Essays
Moseying: Outdoor Recreation Activities
The Sibley Nature Center has been doing Real-world inquiry education for 23 years
November 21, 2010
Newsweek recently published the following:
The necessity of human ingenuity is undisputed. A recent IBM poll of 1,500 CEOs identified creativity as the No. 1 'leadership competency' of the future. All around us are matters of national and international importance that are crying out for creative solutions, from saving the Gulf of Mexico to bringing peace to Afghanistan to delivering health care. Such solutions emerge from a healthy marketplace of ideas, sustained by a populace constantly contributing original ideas and receptive to the ideas of others.
It’s too early to determine conclusively why U.S. creativity scores are declining. One likely culprit is the number of hours kids now spend in front of the TV and playing videogames rather than engaging in creative activities.
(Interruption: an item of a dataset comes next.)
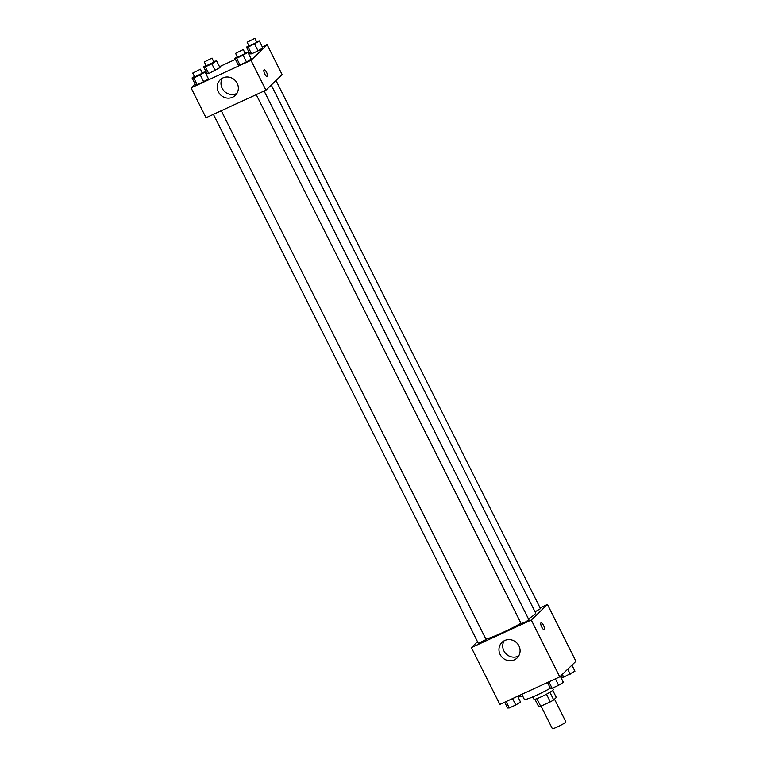 <?xml version="1.0" encoding="UTF-8"?>
<svg xmlns="http://www.w3.org/2000/svg" width="767" height="767" viewBox="0 0 767 767"><rect width="100%" height="100%" fill="white"/><g stroke="black" fill="none" stroke-linecap="round" stroke-linejoin="round"><path stroke-width="1.15" d="M541.042 706.129L552.326 728.65A7.584 0.767 -26.6 0 0 558.376 726.464A7.584 0.767 -26.6 0 0 565.653 722.236A7.584 0.767 -26.6 0 0 565.883 721.862L554.512 699.168M546.468 694.212L550.303 701.872L540.697 706.292A10.297 1.045 -26.6 0 1 538.741 706.829L534.954 699.274M552.758 690.358L556.305 697.443L553.716 699.935A10.297 1.045 -26.6 0 1 550.303 701.872M549.881 692.294L553.716 699.935M552.585 688.057L553.352 689.581A10.834 1.093 153.4 0 1 544.158 695.41A10.834 1.093 153.4 0 1 533.985 699.274L532.787 696.887M536.871 698.66L540.697 706.292M521.809 694.317L524.302 699.303A19.491 1.975 -26.6 0 0 550.361 688.229M540.083 607.857L547.456 604.463L575.921 661.298L559.737 676.858L499.835 704.432L471.369 647.597L477.496 641.701M514.36 659.85A10.863 10.278 46.1 0 1 501.014 655.986A10.863 10.278 46.1 0 1 501.992 642.353A10.863 10.278 46.1 0 1 516.929 643.062A10.863 10.278 46.1 0 1 517.054 658.019A10.863 10.278 46.1 0 1 514.36 659.85M547.456 604.463L531.272 620.024L559.737 676.858M531.272 620.024L471.369 647.597M504.12 640.8A10.863 10.278 -133.9 0 0 505.645 653.455A10.863 10.278 -133.9 0 0 518.128 656.236A10.863 10.278 -133.9 0 0 518.684 655.948M544.206 629.678A3.787 1.17 65.3 0 0 543.506 625.383A3.787 1.17 -114.7 0 1 544.215 629.678A3.787 1.17 -114.7 0 1 541.569 626.725A3.787 1.17 -114.7 0 1 541.042 622.794A3.787 1.17 -114.7 0 1 543.515 625.383A3.787 1.17 65.3 0 0 541.042 622.794M256.245 94.629L521.167 623.676L525.242 622.123L528.914 619.794L264.116 91.005M535.05 611.826L540.486 608.672L275.995 80.497M213.408 114.341L478.34 643.388L486.086 639.505L221.289 110.716M528.463 618.883A29.28 2.963 -26.6 0 0 534.724 614.377A29.28 2.963 -26.6 0 0 535.596 612.919L271.259 85.051M485.885 639.122A29.28 2.963 -26.6 0 0 520.975 623.283M262.343 46.96L267.165 44.745L282.122 74.6L265.938 90.17L206.035 117.734L191.079 87.879L195.086 84.015M249.371 52.933L248.412 53.374M235.44 59.347L219.506 66.681M238.269 64.994L239.994 64.965L246.485 61.983L251.24 59.03L246.485 61.983L239.994 64.965L238.269 64.994L234.894 58.254L237.291 56.768M195.441 84.715L197.167 84.677L203.648 81.695L208.403 78.742L203.648 81.695L197.167 84.677L195.441 84.715L192.057 77.966L194.454 76.489M207.013 73.584L208.729 73.555L219.976 67.621L208.729 73.555L207.013 73.584L203.629 66.844L206.026 65.358M267.165 44.745L250.991 60.305L191.079 87.879M205.863 73.661L206.659 72.894M262.813 47.899L258.048 50.852L262.813 47.899L259.438 41.159L248.192 47.094L246.466 47.132L248.853 45.646M251.566 53.834L258.048 50.852L251.566 53.834L249.841 53.872L251.566 53.834L248.192 47.094M237.176 83.258A10.863 10.278 46.1 0 1 235.316 95.405A10.863 10.278 46.1 0 1 220.378 94.696A10.863 10.278 46.1 0 1 220.254 79.749A10.863 10.278 46.1 0 1 237.176 83.258M250.991 60.305L265.938 90.17M264.03 69.883A3.787 1.17 -114.7 0 1 264.126 69.816A3.787 1.17 -114.7 0 1 266.772 72.769A3.787 1.17 -114.7 0 1 267.3 76.7A3.787 1.17 -114.7 0 1 264.74 73.929A3.787 1.17 -114.7 0 1 264.03 69.883M222.382 78.196A10.863 10.278 -133.9 0 0 224.137 91.081A10.863 10.278 -133.9 0 0 236.955 93.344M267.3 76.7A3.787 1.17 65.3 0 0 266.772 72.769A3.787 1.17 65.3 0 0 264.126 69.816M245.009 52.837L247.866 52.281L243.101 55.234L236.62 58.225L234.894 58.254M235.574 53.354L237.502 57.209L245.124 53.546L243.321 49.481L235.574 53.354L243.321 49.481M247.866 52.281L251.24 59.03M243.101 55.234L246.485 61.983M236.62 58.225L239.994 64.965M202.172 72.558L205.029 72.002L200.273 74.955L193.783 77.937L192.057 77.966M192.747 73.066L194.674 76.921L202.287 73.258L200.494 69.193L192.747 73.066L200.494 69.193M205.029 72.002L208.403 78.742M200.273 74.955L203.648 81.695M193.783 77.937L197.167 84.677M256.581 41.715L259.438 41.159M247.147 42.233L249.074 46.087L256.696 42.415L254.893 38.35L247.147 42.233L254.893 38.35M246.466 47.132L249.841 53.872M254.673 44.112L258.048 50.852M213.744 61.427L216.601 60.871L211.845 63.824L205.355 66.806L203.629 66.844M204.31 61.945L206.246 65.799L213.859 62.137L212.056 58.062L204.31 61.945L212.056 58.062M216.601 60.871L219.976 67.621M211.845 63.824L215.22 70.564M205.355 66.806L208.729 73.555M560.341 676.283L563.371 682.333L558.606 685.286L552.125 688.267L550.399 688.306L547.494 682.496M555.394 678.862L558.606 685.286M548.904 681.844L552.125 688.267M517.629 696.244L520.534 702.045L515.779 704.998L509.288 707.979L507.562 708.018L504.657 702.208M512.557 698.574L515.779 704.998M506.076 701.556L509.288 707.979M571.914 665.152L574.943 671.202L563.697 677.146L561.971 677.175L561.137 675.516M567.695 669.207L570.178 674.155M562.316 674.385L563.697 677.146M522.663 696.024L519.134 696.887L518.588 695.803M520.007 695.151L520.86 696.858"/></g></svg>

Another is the lack of creativity development in our schools. In effect, it’s left to the luck of the draw who becomes creative: there’s no concerted effort to nurture the creativity of all children.
Around the world, though, other countries are making creativity development a national priority. In 2008 British secondary-school curricula—from science to foreign language—was revamped to emphasize idea generation. The European Union designated 2009 as the European Year of Creativity and Innovation, holding conferences on the neuroscience of creativity, financing teacher training, and instituting problem-based learning programs—curricula driven by real-world inquiry—for both children and adults. In China there has been widespread education reform to extinguish the drill-and-kill teaching style. Instead, Chinese schools are also adopting a problem-based learning approach.
At the Sibley Nature Center we have promoted "real-world inquiry" for all age levels for all of our 23 years of existence. For the youngest children we tell stories that describe plants to find along the trail. We tell what the plant looks like, and how animals and people use the plants in the story, and then the children have to use memory and observational skills to find the plant. With older children, we have the students collect a plant and insect specimen and then draw them, again encouraging the students to carefully observe details, and then try to figure out why the organism has the detail -- why does a plant have hair on it, or why male and female damselflies are colored differently, for example.
Older kids and adults are encouraged to do biological survey work, trying to record as many forms of life as possible in a given area, and then seek the ecological connections between the organisms. There is a vast amount of unknown knowledge waiting to be found in our bioregional landscape. Students, volunteers, members, and staff alike have all added to the body of knowledge about our region – and even discovered things unrecorded in scientific literature – from behavior of invertebrates to the presence of bird, snake, insect and plant populations previously unrecorded.
We publish a weekly one page newsletter for teachers to share with their students -- focusing on one organism they can find in an urban environment and then give both the teachers and students a challenge (what are the killdeer doing when they run on the playground, or why rolypolies are only found under something, or where longer lived spiders hide during the winter).
We often have out-of-town visitors arrive because of finding our website with its thousands of photos and hundreds of essays. Our website is renowned for its innovative bioregional focus – for example, recently Bill Scheer, the now retired County Extension Agent in Puyallup, Washington, who co-founded the Master Gardener Program (now an international group) visited us. Ro Wauer, retired chief naturalist for the National Park Service, visited us last week.
We also post photos daily on Facebook, and at least one of the photos each day will have an analytical question for the 1050+ people that receive the page. Other nature centers and even State Parks have now adapted our method of using Facebook. We partner with other organizations and landowners and investigate not only the eight major habitats of the Llano Estacado, but also locations further afield.
Our efforts in photodocumenting the biota of the Llano Estacado have received attention from state and national environmental education associations for several years. Along with other educators, we were recently invited to meet in Austin in December with staff from the Texas Education Agency and Texas Parks and Wildlife to discuss "real-world inquiry" programs and other methods of getting students and adults outside and knowledgeable about their very own surroundings.
For 23 years our mission has been focused on celebrating and exploring the diversity of life in the region, and preserving and sharing the stories of human interactions with our landscape. Once a person becomes interested in the out of doors, they step into a world of life-long learning. Once people learn the stories of their home, they develop a visceral emotional connection (also known as patriotism - the love of home). Exploring the world around you uses all five of your senses, exercises the brain, and enriches the soul!